The diving weight ingots do not seem to oxidize, even after a fair amount of exposure when they are cast out of type metal. The tougher type metal diving ingots still remain shiny (despite the rusty water residue) after being repeatedly submerged underwater, they still retain that pink/purplish hue.

I assume the shiny part is simply a result of a very high tin content in the alloy, which also explains why the print type metal alloy tends to cast so much lighter weight wise than pure, or WW lead. WW lead doesn't seem to cast as shiny of a boolit for me, even when I cast from a cold mold. It does seem to be the default alloy for the majority of boolit casters however. The dullness becomes even more noticeable when water dropping WW's. If you want a really pretty boolit to show someone, or to stand up on your loading bench, the Linotype boolit wins hands down. I use them a lot for dummy boolits that I use to set up my loading dies with too. They seem to take handling abuse better, and they oxidize very little. I also find them easier to distinguish from what I am currently working with from the shine, and the pink/purple color.

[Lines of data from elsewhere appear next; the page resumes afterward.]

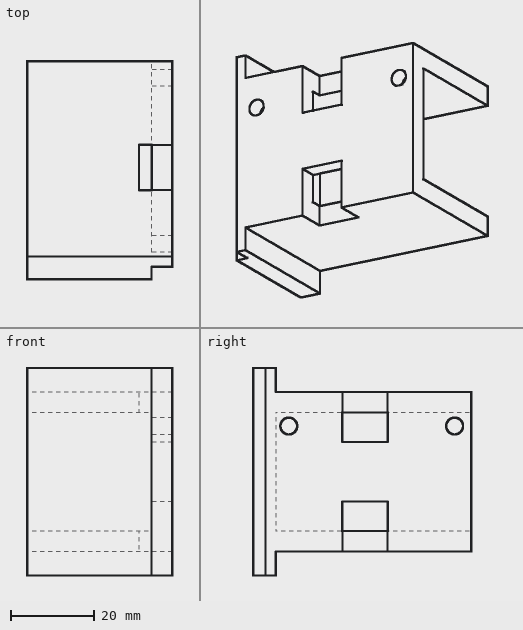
import cadquery as cq

width = 35.0
plate_height = 50.0
arm_length = 47.0

plate_thickness = 5.45
step_width = 5.0
step_depth = 3.0

wall = 5.0
body_height = 38.4
cavity_height = body_height - 2 * wall

notch_width = 10.9
notch_reach = 8.0
notch_depth = 7.0
notch_start = 16.0

hole_diameter = 4.0
hole_drop = 3.2
hole_spacing = 39.9
hole_end_margin = 4.0


def block(x_min, x_max, y_min, y_max, z_min, z_max):
    """Axis-aligned box between the given limits."""
    size = (x_max - x_min, y_max - y_min, z_max - z_min)
    return cq.Workplane("XY").box(*size, centered=False).translate((x_min, y_min, z_min))


def front_plate():
    """Plate in front of Y = 0, thinned along its +X edge."""
    half = plate_height / 2
    plate = block(0, width, -plate_thickness, 0, -half, half)
    step = block(
        width - step_width, width,
        -plate_thickness, step_depth - plate_thickness,
        -half, half,
    )
    return plate.cut(step)


def body():
    """Channel open towards -X and +Y."""
    outer = block(0, width, 0, arm_length, -body_height / 2, body_height / 2)
    cavity = block(0, width - wall, 0, arm_length, -cavity_height / 2, cavity_height / 2)
    return outer.cut(cavity)


def upper_notch():
    """Cutter for the notch in the upper arm and the wall beneath it."""
    return block(
        width - notch_reach, width,
        notch_start, notch_start + notch_width,
        cavity_height / 2 - notch_depth, body_height / 2,
    )


def wall_holes():
    """Cutters for the two round holes in the side wall."""
    far_y = arm_length - hole_end_margin
    hole_z = cavity_height / 2 - hole_drop
    return (
        cq.Workplane("YZ", origin=(width - wall, 0, 0))
        .pushPoints([(far_y, hole_z), (far_y - hole_spacing, hole_z)])
        .circle(hole_diameter / 2)
        .extrude(wall)
    )


notch = upper_notch()
result = (
    front_plate()
    .union(body())
    .cut(notch)
    .cut(notch.mirror("XY"))
    .cut(wall_holes())
)

Even though the boolits are real pretty, they do not shoot any better than ugly X-ray foils, WW lead, or much of the other mystery metal that I have managed to scrounge up over the years. In some cases, they will perform worse even (prone to breakage or shatter) and can be extra fussy if what your loading for doesn't seem to prefer a super hard alloy.

They just look real nice in pictures, and in a pinch the alloy will also cast larger than pure lead, or straight WW lead does. That can be somewhat handy if you have a mould that is prone to casting undersize boolits.


- Bullwolf

shredder
02-09-2013, 10:29 AM
Wow thanks for the great photos. I believe I have developed a case of alloy envy!

Bigslug
02-09-2013, 11:06 AM
Matte, non-reflective boolits are far more "tactical"

HeadLead
02-09-2013, 01:25 PM
Great feedback. I am certainly learning a lot here.

I like all the pictures you folks are adding. Much more interesting with graphic representation.

Seems there are many sides to this "Shiny Boolit" thing.

shredder
02-09-2013, 04:26 PM
And many experienced hands blowing myths to bits!

Fishman
02-09-2013, 04:58 PM
Where did you buy your new lee mould?


Yesterday, I tried out a new Lee TL314-90-SWC (new style 2 cavity with pins and bushings). PID controlled at 800 degrees and straight wheel weights. The mold is fantastic and they dropped out looking like chrome. Without adding more material, I started up a Lee C501-440-RF. Left PID at 800 degrees, should have dropped it to 750 at least. They dropped out with a nice satin finish. It took a long time for the sprue to harden. Way too hot, but it was working real good, so I left everything the same.

zomby woof
02-09-2013, 06:28 PM
Get a mold thermometer and keep it a constant temperature, around 380-400. Keep your alloy cool, around 635-650. If you keep all this constant, you'll have shiny, consistent boolits. With a good alloy, YMMV.